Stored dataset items

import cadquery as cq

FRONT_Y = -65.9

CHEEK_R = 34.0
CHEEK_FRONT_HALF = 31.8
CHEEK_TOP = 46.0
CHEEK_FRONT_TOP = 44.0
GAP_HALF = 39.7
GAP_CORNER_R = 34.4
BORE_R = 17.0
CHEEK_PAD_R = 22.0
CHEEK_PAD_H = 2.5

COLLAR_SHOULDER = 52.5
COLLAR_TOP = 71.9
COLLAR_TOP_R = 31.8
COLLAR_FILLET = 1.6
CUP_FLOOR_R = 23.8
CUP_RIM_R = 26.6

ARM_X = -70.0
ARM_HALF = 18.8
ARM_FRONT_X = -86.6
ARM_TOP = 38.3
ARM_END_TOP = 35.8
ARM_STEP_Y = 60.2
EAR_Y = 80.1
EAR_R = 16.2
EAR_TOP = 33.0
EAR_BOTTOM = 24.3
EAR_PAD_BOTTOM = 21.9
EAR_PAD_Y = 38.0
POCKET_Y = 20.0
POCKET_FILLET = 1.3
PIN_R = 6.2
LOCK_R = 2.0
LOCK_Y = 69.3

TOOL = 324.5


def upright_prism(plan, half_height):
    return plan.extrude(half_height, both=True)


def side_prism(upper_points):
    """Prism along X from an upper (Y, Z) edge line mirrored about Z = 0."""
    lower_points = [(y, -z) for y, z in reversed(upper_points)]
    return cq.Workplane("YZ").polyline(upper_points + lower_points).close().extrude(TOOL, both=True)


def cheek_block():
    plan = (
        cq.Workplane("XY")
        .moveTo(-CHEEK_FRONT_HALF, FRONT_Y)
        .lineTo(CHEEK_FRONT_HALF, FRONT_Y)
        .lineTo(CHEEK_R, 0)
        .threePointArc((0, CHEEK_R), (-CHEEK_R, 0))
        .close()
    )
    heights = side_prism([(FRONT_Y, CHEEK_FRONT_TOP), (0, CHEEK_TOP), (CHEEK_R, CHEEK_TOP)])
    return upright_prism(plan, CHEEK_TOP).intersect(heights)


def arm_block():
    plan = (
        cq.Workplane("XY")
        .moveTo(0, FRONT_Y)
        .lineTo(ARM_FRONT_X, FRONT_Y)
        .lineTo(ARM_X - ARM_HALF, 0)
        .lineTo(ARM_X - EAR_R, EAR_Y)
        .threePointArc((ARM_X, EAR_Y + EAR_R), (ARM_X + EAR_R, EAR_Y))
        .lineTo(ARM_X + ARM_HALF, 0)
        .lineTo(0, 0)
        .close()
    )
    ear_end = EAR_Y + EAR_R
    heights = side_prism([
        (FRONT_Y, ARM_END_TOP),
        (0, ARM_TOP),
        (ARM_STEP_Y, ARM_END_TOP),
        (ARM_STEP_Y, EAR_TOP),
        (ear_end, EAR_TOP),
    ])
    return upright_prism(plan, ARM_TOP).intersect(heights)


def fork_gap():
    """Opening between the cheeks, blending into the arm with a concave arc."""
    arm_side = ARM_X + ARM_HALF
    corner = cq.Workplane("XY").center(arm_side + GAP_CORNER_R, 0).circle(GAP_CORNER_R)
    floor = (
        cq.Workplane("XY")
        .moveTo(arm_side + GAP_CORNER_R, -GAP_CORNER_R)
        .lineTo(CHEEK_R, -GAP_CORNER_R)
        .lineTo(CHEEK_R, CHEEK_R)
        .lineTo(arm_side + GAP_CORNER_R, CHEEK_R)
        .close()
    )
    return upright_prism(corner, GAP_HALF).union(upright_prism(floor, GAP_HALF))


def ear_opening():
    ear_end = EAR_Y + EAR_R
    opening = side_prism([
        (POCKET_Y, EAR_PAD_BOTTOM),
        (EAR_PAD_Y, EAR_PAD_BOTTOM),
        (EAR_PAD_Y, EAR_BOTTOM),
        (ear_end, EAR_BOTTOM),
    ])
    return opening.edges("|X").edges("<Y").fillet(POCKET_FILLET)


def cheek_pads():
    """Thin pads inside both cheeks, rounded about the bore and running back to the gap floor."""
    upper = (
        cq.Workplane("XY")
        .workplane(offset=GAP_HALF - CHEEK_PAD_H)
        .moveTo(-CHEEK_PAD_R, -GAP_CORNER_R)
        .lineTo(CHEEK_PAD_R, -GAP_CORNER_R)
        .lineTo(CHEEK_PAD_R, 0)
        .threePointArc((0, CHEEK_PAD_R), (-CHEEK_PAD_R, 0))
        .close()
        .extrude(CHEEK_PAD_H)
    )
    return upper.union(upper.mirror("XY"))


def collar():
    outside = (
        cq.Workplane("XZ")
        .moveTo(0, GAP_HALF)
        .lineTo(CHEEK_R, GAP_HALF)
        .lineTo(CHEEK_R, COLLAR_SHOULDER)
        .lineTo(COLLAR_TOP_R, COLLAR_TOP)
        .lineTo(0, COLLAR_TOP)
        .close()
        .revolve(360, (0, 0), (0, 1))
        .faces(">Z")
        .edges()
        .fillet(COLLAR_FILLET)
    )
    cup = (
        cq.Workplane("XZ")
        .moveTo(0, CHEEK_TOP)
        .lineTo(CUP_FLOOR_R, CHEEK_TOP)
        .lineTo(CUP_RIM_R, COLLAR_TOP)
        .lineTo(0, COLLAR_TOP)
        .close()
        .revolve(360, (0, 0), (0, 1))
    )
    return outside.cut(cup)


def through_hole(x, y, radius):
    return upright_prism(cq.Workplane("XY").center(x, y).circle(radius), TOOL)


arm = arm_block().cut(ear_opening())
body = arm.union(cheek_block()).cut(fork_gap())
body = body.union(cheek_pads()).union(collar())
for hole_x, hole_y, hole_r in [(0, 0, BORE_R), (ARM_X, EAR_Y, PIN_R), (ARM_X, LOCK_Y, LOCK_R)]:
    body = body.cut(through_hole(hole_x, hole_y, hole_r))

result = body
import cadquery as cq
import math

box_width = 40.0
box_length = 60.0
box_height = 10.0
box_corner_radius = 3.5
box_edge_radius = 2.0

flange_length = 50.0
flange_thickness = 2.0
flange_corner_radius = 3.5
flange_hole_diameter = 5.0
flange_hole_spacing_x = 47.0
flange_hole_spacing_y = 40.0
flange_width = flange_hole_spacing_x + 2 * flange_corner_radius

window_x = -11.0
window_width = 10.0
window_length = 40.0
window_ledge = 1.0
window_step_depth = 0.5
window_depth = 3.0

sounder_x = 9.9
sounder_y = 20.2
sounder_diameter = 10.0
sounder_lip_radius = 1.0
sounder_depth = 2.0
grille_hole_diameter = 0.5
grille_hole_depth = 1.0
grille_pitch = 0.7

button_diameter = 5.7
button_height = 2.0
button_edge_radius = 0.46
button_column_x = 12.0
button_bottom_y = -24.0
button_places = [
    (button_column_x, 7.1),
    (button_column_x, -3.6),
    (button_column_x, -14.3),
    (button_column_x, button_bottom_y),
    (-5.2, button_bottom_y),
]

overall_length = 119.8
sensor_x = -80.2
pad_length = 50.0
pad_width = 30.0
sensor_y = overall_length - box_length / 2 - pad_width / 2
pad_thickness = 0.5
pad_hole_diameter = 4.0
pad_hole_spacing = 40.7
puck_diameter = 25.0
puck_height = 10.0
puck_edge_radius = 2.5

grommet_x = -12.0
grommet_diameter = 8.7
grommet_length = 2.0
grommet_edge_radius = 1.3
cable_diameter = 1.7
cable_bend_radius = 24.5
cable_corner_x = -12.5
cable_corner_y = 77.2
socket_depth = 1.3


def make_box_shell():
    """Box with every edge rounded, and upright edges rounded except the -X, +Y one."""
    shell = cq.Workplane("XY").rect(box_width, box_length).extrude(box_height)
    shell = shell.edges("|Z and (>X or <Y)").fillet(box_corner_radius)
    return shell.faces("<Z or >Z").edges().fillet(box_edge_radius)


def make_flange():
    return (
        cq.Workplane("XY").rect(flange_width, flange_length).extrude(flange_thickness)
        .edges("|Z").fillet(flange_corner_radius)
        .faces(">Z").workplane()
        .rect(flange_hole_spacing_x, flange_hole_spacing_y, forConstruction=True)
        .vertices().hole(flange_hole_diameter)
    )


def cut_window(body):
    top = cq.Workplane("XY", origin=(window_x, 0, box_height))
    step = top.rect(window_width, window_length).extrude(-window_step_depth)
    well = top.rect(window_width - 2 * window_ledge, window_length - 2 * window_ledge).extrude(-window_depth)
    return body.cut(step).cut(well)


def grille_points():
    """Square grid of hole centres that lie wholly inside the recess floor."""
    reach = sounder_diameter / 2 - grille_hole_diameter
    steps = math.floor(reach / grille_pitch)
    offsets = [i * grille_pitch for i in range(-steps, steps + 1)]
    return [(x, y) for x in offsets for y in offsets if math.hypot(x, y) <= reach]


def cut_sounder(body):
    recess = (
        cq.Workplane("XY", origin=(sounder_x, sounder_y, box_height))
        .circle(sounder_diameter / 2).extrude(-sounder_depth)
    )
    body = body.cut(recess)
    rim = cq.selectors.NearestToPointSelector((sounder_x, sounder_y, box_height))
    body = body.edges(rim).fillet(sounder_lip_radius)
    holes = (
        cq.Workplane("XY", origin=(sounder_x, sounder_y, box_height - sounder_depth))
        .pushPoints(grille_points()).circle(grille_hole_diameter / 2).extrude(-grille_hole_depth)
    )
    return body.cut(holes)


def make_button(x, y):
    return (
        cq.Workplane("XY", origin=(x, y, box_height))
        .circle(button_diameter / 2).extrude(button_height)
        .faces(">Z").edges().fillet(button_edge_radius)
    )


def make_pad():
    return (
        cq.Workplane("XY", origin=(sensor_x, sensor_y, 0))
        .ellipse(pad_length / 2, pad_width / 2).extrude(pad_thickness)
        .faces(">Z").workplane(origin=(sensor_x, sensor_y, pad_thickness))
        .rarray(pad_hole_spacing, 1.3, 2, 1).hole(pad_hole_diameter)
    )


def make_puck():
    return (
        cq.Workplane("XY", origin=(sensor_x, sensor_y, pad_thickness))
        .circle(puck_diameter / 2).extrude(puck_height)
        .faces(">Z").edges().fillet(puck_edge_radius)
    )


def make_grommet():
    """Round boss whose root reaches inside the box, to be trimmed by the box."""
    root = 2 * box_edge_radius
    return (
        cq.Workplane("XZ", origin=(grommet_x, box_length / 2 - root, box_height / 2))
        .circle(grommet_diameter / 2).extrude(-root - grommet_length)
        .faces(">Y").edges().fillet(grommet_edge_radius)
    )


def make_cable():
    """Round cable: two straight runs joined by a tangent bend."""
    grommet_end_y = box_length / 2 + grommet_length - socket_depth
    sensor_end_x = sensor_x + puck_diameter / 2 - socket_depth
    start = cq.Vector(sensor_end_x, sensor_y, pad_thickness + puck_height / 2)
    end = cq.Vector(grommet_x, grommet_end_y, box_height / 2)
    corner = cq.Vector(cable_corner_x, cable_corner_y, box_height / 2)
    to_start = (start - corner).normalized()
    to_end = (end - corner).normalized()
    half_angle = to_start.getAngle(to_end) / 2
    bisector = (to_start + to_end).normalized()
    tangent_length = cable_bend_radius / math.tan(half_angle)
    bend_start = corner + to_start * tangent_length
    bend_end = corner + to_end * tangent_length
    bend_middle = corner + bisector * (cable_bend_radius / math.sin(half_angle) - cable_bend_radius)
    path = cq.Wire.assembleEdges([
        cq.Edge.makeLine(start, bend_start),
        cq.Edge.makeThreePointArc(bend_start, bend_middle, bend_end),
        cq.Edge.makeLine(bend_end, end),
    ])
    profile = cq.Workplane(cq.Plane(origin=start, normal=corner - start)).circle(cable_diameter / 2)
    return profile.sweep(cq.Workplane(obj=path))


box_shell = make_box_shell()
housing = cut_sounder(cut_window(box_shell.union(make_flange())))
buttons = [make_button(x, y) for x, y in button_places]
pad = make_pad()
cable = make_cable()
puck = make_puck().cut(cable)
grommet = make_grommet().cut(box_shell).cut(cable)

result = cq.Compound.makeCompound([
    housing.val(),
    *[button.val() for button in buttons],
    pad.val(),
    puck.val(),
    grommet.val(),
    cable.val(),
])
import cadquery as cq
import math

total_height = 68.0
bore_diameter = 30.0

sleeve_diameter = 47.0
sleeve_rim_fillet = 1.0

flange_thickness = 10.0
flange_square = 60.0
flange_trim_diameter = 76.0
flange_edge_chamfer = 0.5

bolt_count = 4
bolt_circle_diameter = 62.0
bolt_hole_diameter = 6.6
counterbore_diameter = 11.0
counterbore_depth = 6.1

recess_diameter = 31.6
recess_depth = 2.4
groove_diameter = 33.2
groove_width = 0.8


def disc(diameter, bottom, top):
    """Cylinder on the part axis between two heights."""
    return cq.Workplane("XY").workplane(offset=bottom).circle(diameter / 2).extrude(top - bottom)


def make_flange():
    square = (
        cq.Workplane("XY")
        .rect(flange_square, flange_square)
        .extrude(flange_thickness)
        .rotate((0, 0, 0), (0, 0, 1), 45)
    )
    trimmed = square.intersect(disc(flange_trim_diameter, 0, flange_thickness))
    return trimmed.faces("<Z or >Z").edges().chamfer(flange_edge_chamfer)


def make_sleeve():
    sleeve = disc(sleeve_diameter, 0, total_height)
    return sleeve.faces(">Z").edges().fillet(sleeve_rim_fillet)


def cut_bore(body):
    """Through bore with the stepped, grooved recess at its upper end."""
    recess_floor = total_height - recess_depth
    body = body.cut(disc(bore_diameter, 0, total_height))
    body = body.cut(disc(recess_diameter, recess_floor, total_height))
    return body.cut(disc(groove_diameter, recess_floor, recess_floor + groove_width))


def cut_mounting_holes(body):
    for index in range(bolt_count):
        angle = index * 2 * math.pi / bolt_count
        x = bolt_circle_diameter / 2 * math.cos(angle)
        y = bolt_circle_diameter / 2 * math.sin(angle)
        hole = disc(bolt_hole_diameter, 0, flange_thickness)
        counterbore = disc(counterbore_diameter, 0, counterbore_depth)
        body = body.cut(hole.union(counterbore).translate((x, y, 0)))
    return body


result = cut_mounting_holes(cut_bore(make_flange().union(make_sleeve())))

Exercise requirements
Bring together every line in the entries that holds the string "with".

Answer section
    """Opening between the cheeks, blending into the arm with a concave arc."""
    """Box with every edge rounded, and upright edges rounded except the -X, +Y one."""
    """Through bore with the stepped, grooved recess at its upper end."""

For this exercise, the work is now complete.